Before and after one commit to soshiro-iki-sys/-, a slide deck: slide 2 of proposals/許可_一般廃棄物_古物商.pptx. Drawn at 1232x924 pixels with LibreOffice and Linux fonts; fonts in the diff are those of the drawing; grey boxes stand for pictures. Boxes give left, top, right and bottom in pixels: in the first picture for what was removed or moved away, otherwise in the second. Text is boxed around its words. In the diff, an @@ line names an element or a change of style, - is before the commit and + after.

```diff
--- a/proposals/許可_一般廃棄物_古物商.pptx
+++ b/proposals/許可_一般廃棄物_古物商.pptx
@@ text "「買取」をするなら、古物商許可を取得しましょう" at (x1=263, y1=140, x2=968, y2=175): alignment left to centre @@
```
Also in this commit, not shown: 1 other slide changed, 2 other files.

-- -- --

● **ACTION ITEM**: Each line from the material above that mentions the word "pptx" needs to be copied.

● **THE ANSWER**:
Before and after one commit to soshiro-iki-sys/-, a slide deck: slide 2 of proposals/許可_一般廃棄物_古物商.pptx. Drawn at 1232x924 pixels with LibreOffice and Linux fonts; fonts in the diff are those of the drawing; grey boxes stand for pictures. Boxes give left, top, right and bottom in pixels: in the first picture for what was removed or moved away, otherwise in the second. Text is boxed around its words. In the diff, an @@ line names an element or a change of style, - is before the commit and + after.
--- a/proposals/許可_一般廃棄物_古物商.pptx
+++ b/proposals/許可_一般廃棄物_古物商.pptx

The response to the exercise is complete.